PS: Just to be clear this isn't a hypothetical exercise. There are users doing this today and they are currently experiencing data loss 😢

pellared commented 3 months ago

Go batching log processor has also a circular buffer. I will do my best to take a look later and compare the implementations. If you want you can look as well: https://github.com/open-telemetry/opentelemetry-go/blob/main/sdk/log/batch.go and https://github.com/open-telemetry/opentelemetry-go/blob/main/sdk/log/exporter.go

then delegate the processing work to some other exporter they may filter, transform, or augment the items, no?

These are scenarios not supported by the specification (sic!) and probably by many SDKs as well. A little reference https://github.com/open-telemetry/opentelemetry-specification/pull/4067#issuecomment-2221593582

pellared commented 3 months ago

This API is to give users a way to do it safely. IMO it is well within our purview to do that as it is to specialize our implementation(s) in the first place.

May there other ways on how to do it?

The biggest concern is that you are not only adding "transform" capabilities but also "filtering" which is not covered by the specification. Why wouldn't you like to filter the records before they reach the batching processor?

I assume that adding a "transform" (without filtering capabilities) to the batching exporter will be totally acceptable given the implementation specifics (as you are using a pool).

CodeBlanch commented 3 months ago

@pellared

Why wouldn't you like to filter the records before they reach the batching processor?

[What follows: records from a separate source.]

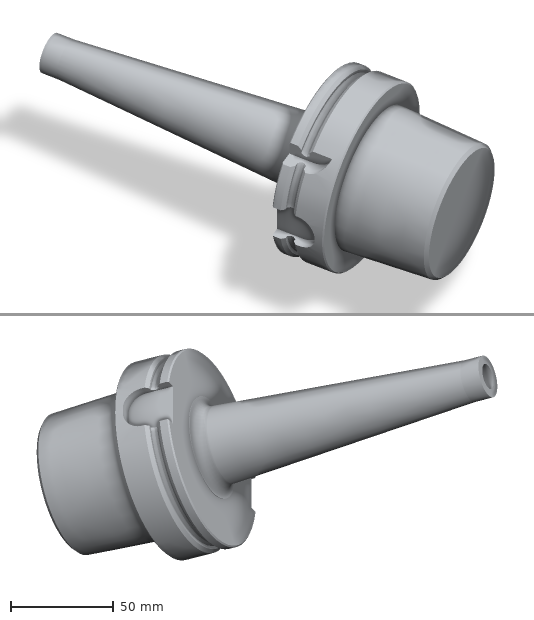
import cadquery as cq

total_length = 229.0
nose_straight_length = 9.8
neck_start = 143.4
neck_end = 144.5
flange_front = 150.0
flange_back = 179.0

nose_radius = 10.5
neck_radius = 19.7
flange_radius = 100.0 / 2
shank_base_radius = 38.2
shank_end_radius = 35.7
shank_chamfer = 1.8
flange_chamfer = 0.7
collar_radius = 25.9
collar_thickness = 0.2
collar_front = flange_front - collar_thickness
neck_fillet = collar_front - neck_end

groove_center = 159.0
groove_mouth_half_width = 4.1
groove_wall_half_width = 2.3
groove_floor_half_width = 0.7
groove_mouth_depth = 1.5
groove_wall_depth = 3.2
groove_depth = 4.1

bore_diameter = 12.5
bore_depth = 6.6

slot_end = 174.3
slot_floor = 43.7
front_slot_width = 20.2
rear_slot_width = 21.5
rear_slot_corner_radius = 9.6

notch_inner_y = 31.1
notch_floor_z = 31.4
notch_straight_end = 163.3
notch_cutter_radius = 11.0

cut_margin = 2.3


def revolve_about_x(profile):
    return profile.close().revolve(360, (0, 0, 0), (1, 0, 0))


def turned_body():
    profile = (
        cq.Workplane("XY")
        .lineTo(0, nose_radius)
        .lineTo(nose_straight_length, nose_radius)
        .lineTo(neck_start, neck_radius)
        .lineTo(neck_end, neck_radius)
        .radiusArc((collar_front, neck_radius + neck_fillet), -neck_fillet)
        .lineTo(collar_front, collar_radius)
        .lineTo(flange_front, collar_radius)
        .lineTo(flange_front, flange_radius - flange_chamfer)
        .lineTo(flange_front + flange_chamfer, flange_radius)
        .lineTo(flange_back - flange_chamfer, flange_radius)
        .lineTo(flange_back, flange_radius - flange_chamfer)
        .lineTo(flange_back, shank_base_radius)
        .lineTo(total_length - shank_chamfer, shank_end_radius)
        .lineTo(total_length, shank_end_radius - shank_chamfer)
        .lineTo(total_length, 0)
    )
    return revolve_about_x(profile)


def gripper_groove():
    wall_top = flange_radius - groove_mouth_depth
    wall_bottom = flange_radius - groove_wall_depth
    floor = flange_radius - groove_depth
    profile = (
        cq.Workplane("XY")
        .moveTo(groove_center - groove_mouth_half_width, flange_radius + cut_margin)
        .lineTo(groove_center - groove_mouth_half_width, flange_radius)
        .lineTo(groove_center - groove_wall_half_width, wall_top)
        .lineTo(groove_center - groove_wall_half_width, wall_bottom)
        .lineTo(groove_center - groove_floor_half_width, floor)
        .lineTo(groove_center + groove_floor_half_width, floor)
        .lineTo(groove_center + groove_wall_half_width, wall_bottom)
        .lineTo(groove_center + groove_wall_half_width, wall_top)
        .lineTo(groove_center + groove_mouth_half_width, flange_radius)
        .lineTo(groove_center + groove_mouth_half_width, flange_radius + cut_margin)
    )
    return revolve_about_x(profile)


def drive_slot(side, width, corner_radius):
    half_width = width / 2
    corner_start = slot_end - corner_radius
    outline = (
        cq.Workplane("XZ", origin=(0, side * slot_floor, 0))
        .moveTo(flange_front - cut_margin, -half_width)
        .lineTo(corner_start, -half_width)
        .radiusArc((slot_end, corner_radius - half_width), -corner_radius)
    )
    if corner_radius < half_width:
        outline = outline.lineTo(slot_end, half_width - corner_radius)
    outline = (
        outline.radiusArc((corner_start, half_width), -corner_radius)
        .lineTo(flange_front - cut_margin, half_width)
        .close()
    )
    cut_depth = flange_radius - slot_floor + cut_margin
    return outline.extrude(-side * cut_depth)


def orientation_notch():
    notch_end = notch_straight_end + notch_cutter_radius
    notch_top = flange_radius + cut_margin
    outline = (
        cq.Workplane("XZ", origin=(0, -notch_inner_y, 0))
        .moveTo(flange_front - cut_margin, notch_floor_z)
        .lineTo(notch_straight_end, notch_floor_z)
        .radiusArc((notch_end, notch_floor_z + notch_cutter_radius), -notch_cutter_radius)
        .lineTo(notch_end, notch_top)
        .lineTo(flange_front - cut_margin, notch_top)
        .close()
    )
    return outline.extrude(flange_radius - notch_inner_y + cut_margin)


def tool_bore():
    return cq.Workplane("YZ").circle(bore_diameter / 2).extrude(bore_depth)


result = (
    turned_body()
    .cut(gripper_groove())
    .cut(drive_slot(-1, front_slot_width, front_slot_width / 2))
    .cut(drive_slot(1, rear_slot_width, rear_slot_corner_radius))
    .cut(orientation_notch())
    .cut(tool_bore())
)

I kind of touched on this in the description:

Customer specifically does this over the batch at the time of export to not block the application when it is creating the telemetry.

But let me expand on it.

Users could perform transformation via a processor before things hit the batch. This is actually way easier than filtering to do 🤣 But that is done synchronously before the "Log" call returns. In this case the transformation is complex. Lots of scanning and regex execution and who-knows-what-else. The user decided to do this over the batch instead because in the case of batch export processor this is done lazily on the dedicated thread. The idea is to defer the expensive processing so the impact is not felt every time a log is emitted. Perhaps the spec is a bit naive in its prescription of where this type of thing must be done?

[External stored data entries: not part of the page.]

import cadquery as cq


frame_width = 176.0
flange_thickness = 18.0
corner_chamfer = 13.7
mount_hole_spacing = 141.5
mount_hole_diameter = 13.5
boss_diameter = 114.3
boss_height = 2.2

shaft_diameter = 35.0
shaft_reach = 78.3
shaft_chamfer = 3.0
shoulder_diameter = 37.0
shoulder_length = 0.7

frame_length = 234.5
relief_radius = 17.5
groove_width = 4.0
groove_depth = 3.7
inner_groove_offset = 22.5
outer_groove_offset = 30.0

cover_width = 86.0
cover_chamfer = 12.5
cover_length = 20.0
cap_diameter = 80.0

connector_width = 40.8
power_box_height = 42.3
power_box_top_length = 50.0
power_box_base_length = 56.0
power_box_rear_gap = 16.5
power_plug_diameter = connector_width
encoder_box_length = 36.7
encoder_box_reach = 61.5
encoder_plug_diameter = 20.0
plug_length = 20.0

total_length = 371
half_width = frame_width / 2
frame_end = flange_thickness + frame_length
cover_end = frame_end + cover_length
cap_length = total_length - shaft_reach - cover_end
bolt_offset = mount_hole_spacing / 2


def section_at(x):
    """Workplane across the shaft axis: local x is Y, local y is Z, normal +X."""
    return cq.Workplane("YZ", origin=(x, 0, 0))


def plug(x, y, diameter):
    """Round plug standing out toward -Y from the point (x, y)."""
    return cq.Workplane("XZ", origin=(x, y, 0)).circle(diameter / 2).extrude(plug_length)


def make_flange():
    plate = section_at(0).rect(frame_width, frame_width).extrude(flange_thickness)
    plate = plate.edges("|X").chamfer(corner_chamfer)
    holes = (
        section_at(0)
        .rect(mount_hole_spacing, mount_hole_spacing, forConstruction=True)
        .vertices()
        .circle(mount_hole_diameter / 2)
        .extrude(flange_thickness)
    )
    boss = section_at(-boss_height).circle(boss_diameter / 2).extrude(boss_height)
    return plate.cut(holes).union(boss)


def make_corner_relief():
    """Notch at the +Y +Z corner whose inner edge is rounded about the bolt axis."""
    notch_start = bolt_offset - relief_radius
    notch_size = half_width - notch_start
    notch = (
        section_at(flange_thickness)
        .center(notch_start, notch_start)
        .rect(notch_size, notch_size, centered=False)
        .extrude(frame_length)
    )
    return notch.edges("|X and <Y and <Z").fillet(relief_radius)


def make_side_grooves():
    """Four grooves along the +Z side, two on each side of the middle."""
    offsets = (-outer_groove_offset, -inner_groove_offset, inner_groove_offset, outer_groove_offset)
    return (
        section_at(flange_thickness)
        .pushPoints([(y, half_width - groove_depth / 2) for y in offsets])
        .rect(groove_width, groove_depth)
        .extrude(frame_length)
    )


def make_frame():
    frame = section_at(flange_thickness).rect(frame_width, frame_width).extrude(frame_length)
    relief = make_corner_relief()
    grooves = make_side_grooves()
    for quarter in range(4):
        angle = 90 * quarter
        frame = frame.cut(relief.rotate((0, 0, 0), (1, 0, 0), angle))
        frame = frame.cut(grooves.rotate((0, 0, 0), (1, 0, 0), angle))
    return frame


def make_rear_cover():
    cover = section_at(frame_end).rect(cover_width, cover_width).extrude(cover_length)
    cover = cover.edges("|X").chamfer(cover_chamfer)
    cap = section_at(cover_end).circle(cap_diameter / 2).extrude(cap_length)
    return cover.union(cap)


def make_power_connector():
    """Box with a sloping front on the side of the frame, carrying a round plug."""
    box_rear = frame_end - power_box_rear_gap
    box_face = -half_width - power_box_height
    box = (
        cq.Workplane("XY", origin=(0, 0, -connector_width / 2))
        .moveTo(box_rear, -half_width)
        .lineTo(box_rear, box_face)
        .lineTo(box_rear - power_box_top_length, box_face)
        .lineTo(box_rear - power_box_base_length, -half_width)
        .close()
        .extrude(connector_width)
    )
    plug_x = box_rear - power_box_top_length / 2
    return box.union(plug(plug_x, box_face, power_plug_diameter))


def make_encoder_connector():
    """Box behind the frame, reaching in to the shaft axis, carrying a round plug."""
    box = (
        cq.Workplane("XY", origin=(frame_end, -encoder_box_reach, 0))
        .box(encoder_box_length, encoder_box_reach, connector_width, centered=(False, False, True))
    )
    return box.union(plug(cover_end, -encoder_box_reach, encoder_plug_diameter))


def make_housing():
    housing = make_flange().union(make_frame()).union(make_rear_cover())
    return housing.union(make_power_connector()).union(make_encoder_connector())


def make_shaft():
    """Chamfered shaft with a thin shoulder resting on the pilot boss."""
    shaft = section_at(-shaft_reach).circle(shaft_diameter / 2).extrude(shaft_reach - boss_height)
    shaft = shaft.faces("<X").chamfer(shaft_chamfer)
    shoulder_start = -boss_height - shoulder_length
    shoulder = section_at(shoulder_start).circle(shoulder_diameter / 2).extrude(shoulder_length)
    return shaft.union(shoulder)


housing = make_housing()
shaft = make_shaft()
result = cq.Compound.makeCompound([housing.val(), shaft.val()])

I assume that adding a "transform" (without filtering capabilities) to the batching exporter will be totally acceptable given the implementation specifics (as you are using a pool).

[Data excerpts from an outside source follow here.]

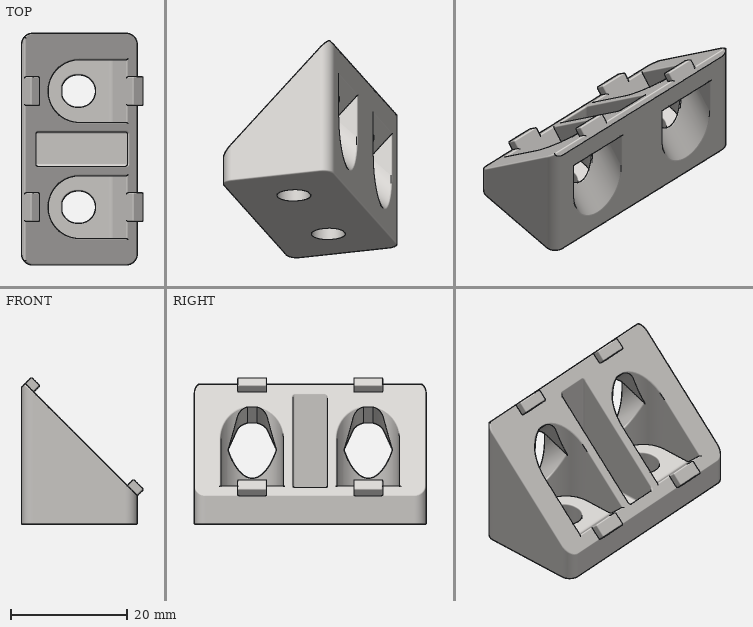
import cadquery as cq
import math

length = 40.0
width = 20.0
slope_sum = 24.95
corner_radius = 2.0
top_cut = 23.65
edge_radius = 0.25

station_spacing = 20.0
head_radius = 5.4
hole_radius = 2.75
hole_stretch = 0.35
hole_flat = 3.0
flat_corner_radius = 0.2

upright_x = width / 2
base_thickness = 4.0
pocket_wall = 11.5
wall_fillet = 1.2

slope_plate = 4.0
slope_axis_z = 11.35
flare_angle = 18.0
flare_length = 3.6

relief_x_min = 2.5
relief_x_max = 18.3
relief_width = 5.9
relief_floor = 2.0
relief_fillet = 0.4
relief_corner = 0.4

tab_width = 5.0
tab_height = 1.5
upper_tab_length = 2.1

root2 = math.sqrt(2)
reach = 2 * length
slope_level = slope_sum / root2
seat_level = slope_level - slope_plate
slope_axis_along = -slope_axis_z / root2
wall_along = pocket_wall / root2
slope_top_along = -top_cut / root2
slope_foot_along = (2 * width - slope_sum) / root2
station_ys = (-station_spacing / 2, station_spacing / 2)

flat_half = math.sqrt(hole_radius**2 - (hole_flat - hole_stretch) ** 2)

slope_normal = cq.Vector(1, 0, 1)
slope_face = cq.selectors.DirectionMinMaxSelector(slope_normal, True)
square_to_slope = cq.selectors.ParallelDirSelector(slope_normal)


def slope_workplane(level, along, y):
    """Plane parallel to the slope: local x runs downhill, local y along Y, local z outwards."""
    plane = cq.Plane(origin=(0, 0, 0), xDir=(1, 0, -1), normal=(1, 0, 1))
    plane.origin = plane.toWorldCoords((along, y, level))
    return cq.Workplane(plane)


def slope_box(along_min, along_max, y, y_size, level_min, level_max):
    """Box aligned with the slope."""
    along_size = along_max - along_min
    base = slope_workplane(level_min, along_min + along_size / 2, y)
    return base.rect(along_size, y_size).extrude(level_max - level_min)


def stretched_circle_point(angle):
    """Point on the outer circle of a hole; the angle is in degrees from local -x."""
    turn = math.radians(angle)
    return (-hole_stretch - hole_radius * math.cos(turn), hole_radius * math.sin(turn))


def mirrored(point):
    return (point[0], -point[1])


def flat_ended(workplane, side, side_angle):
    """Outline from a point on one side of a hole, round its flat far end, to the opposite point."""
    flat_angle = math.degrees(math.asin(flat_half / hole_radius))
    arc_middle = stretched_circle_point((side_angle + flat_angle) / 2)
    corner = (-hole_flat, flat_half)
    outline = workplane.lineTo(*side).threePointArc(arc_middle, corner).lineTo(*mirrored(corner))
    return outline.threePointArc(mirrored(arc_middle), mirrored(side))


def body():
    top_x = (slope_sum - top_cut) / 2
    profile = [
        (0, 0),
        (width, 0),
        (width, slope_sum - width),
        (top_x, slope_sum - top_x),
        (0, top_cut),
    ]
    wedge = cq.Workplane("XZ").polyline(profile).close().extrude(length / 2, both=True)
    return wedge.edges("|Z").fillet(corner_radius)


def relief():
    """Level pocket with rounded plan corners and a rounded floor along its two long sides."""
    x_size = relief_x_max - relief_x_min
    floor = cq.Workplane("XY", origin=(relief_x_min + x_size / 2, 0, relief_floor))
    plan = floor.rect(x_size, relief_width).extrude(reach).edges("|Z").fillet(relief_corner)
    channel = floor.rect(reach, relief_width).extrude(reach).edges("<Z and |X").fillet(relief_fillet)
    return plan.intersect(channel)


def upright_pocket(y):
    floor = cq.Workplane("XY", origin=(upright_x, y, base_thickness))
    outline = floor.moveTo(width, head_radius).lineTo(0, head_radius)
    outline = outline.threePointArc((-head_radius, 0), (0, -head_radius)).lineTo(width, -head_radius)
    uphill = slope_box(-reach, wall_along, y, reach, -reach, reach)
    pocket = outline.close().extrude(reach).intersect(uphill)
    wall_foot = cq.NearestToPointSelector((pocket_wall + base_thickness, y, base_thickness))
    return pocket.edges(wall_foot).fillet(wall_fillet)


def slope_pocket(y):
    start_level = -head_radius
    bore = slope_workplane(start_level, slope_axis_along, y).circle(head_radius)
    uphill = slope_box(-reach, slope_axis_along, y, 2 * head_radius, start_level, seat_level)
    return bore.extrude(seat_level - start_level).union(uphill)


def upright_hole(y):
    base = cq.Workplane("XY", origin=(upright_x, y, 0)).moveTo(0, hole_radius)
    side = stretched_circle_point(90)
    outline = flat_ended(base, side, 90).lineTo(0, -hole_radius)
    outline = outline.threePointArc((hole_radius, 0), (0, hole_radius))
    hole = outline.close().extrude(base_thickness)
    return hole.faces("<X").edges("|Z").fillet(flat_corner_radius)


def slope_hole(y):
    side_angle = 90 - flare_angle
    side = stretched_circle_point(side_angle)
    end_half = side[1] + (flare_length - side[0]) * math.tan(math.radians(flare_angle))
    base = slope_workplane(seat_level, slope_axis_along, y).moveTo(flare_length, end_half)
    outline = flat_ended(base, side, side_angle).lineTo(flare_length, -end_half)
    return outline.close().extrude(reach)


def round_hole_rim(part, y):
    """Rounds the upper rim of an upright hole."""
    half = hole_flat + edge_radius
    low = (upright_x - half, y - half, base_thickness - edge_radius)
    high = (upright_x + half, y + half, base_thickness + edge_radius)
    rim = cq.selectors.BoxSelector(low, high, boundingbox=True)
    return part.edges(rim).fillet(edge_radius)


def round_ridge(part, y):
    """Rounds the ridge where the sloping pocket breaks into the upright one."""
    ridge_x = upright_x - head_radius
    ridge_z = slope_axis_z - root2 * head_radius + ridge_x
    return part.edges(cq.NearestToPointSelector((ridge_x, y, ridge_z))).fillet(edge_radius)


def tab(along_min, along_max, y):
    top_level = slope_level + tab_height
    block = slope_box(along_min, along_max, y, tab_width, slope_level - edge_radius, top_level)
    sides = block.edges(square_to_slope)
    return block.faces(slope_face).edges().add(sides).fillet(edge_radius)


result = body().cut(relief())
for y in station_ys:
    result = result.cut(upright_pocket(y)).cut(slope_pocket(y))
for y in station_ys:
    result = round_ridge(result, y)

result = result.faces(slope_face).edges().fillet(edge_radius)
result = result.faces("<Z").edges().fillet(edge_radius)
mouths = [edge for wire in result.faces("<X").val().innerWires() for edge in wire.Edges()]
result = result.newObject(mouths).fillet(edge_radius)

for y in station_ys:
    result = round_hole_rim(result.cut(upright_hole(y)), y)
    result = result.cut(slope_hole(y))
    result = result.union(tab(slope_top_along, slope_top_along + upper_tab_length, y))
    result = result.union(tab(wall_along, slope_foot_along, y))

This particular user actually does not need filtering. They just need transformation. I added the filtering bit. Because, why not? 😄 In my mind expensive filtering can also benefit from being performed lazily against the batch. If we are to add this API it felt natural to also let it filter. If we come back later and need a separate API to filter that makes it (potentially) two calls and some awkwardness in that we would have a transform API and a filter API but the filter API can always transform given LogRecord is mutable. I would be willing to drop filtering but I would prefer to be pragmatic (help users accomplish their scenarios) vs dogmatic (not have it just because the spec doesn't say we must/may/should).

May there other ways on how to do it?

Thinking out of the box. We could expose LogRecord.AddReference. If correctly called that would prevent the LogRecords from going back to the pool when taken from one batch and put into another. But I do feel that is a worse design. It isn't super friendly and leaks implementation details. Currently none of the pooling is exposed.

github-actions[bot] commented 3 months ago

This PR was marked stale due to lack of activity and will be closed in 7 days. Commenting or Pushing will instruct the bot to automatically remove the label. This bot runs once per day.

github-actions[bot] commented 3 months ago

Closed as inactive. Feel free to reopen if this PR is still being worked on.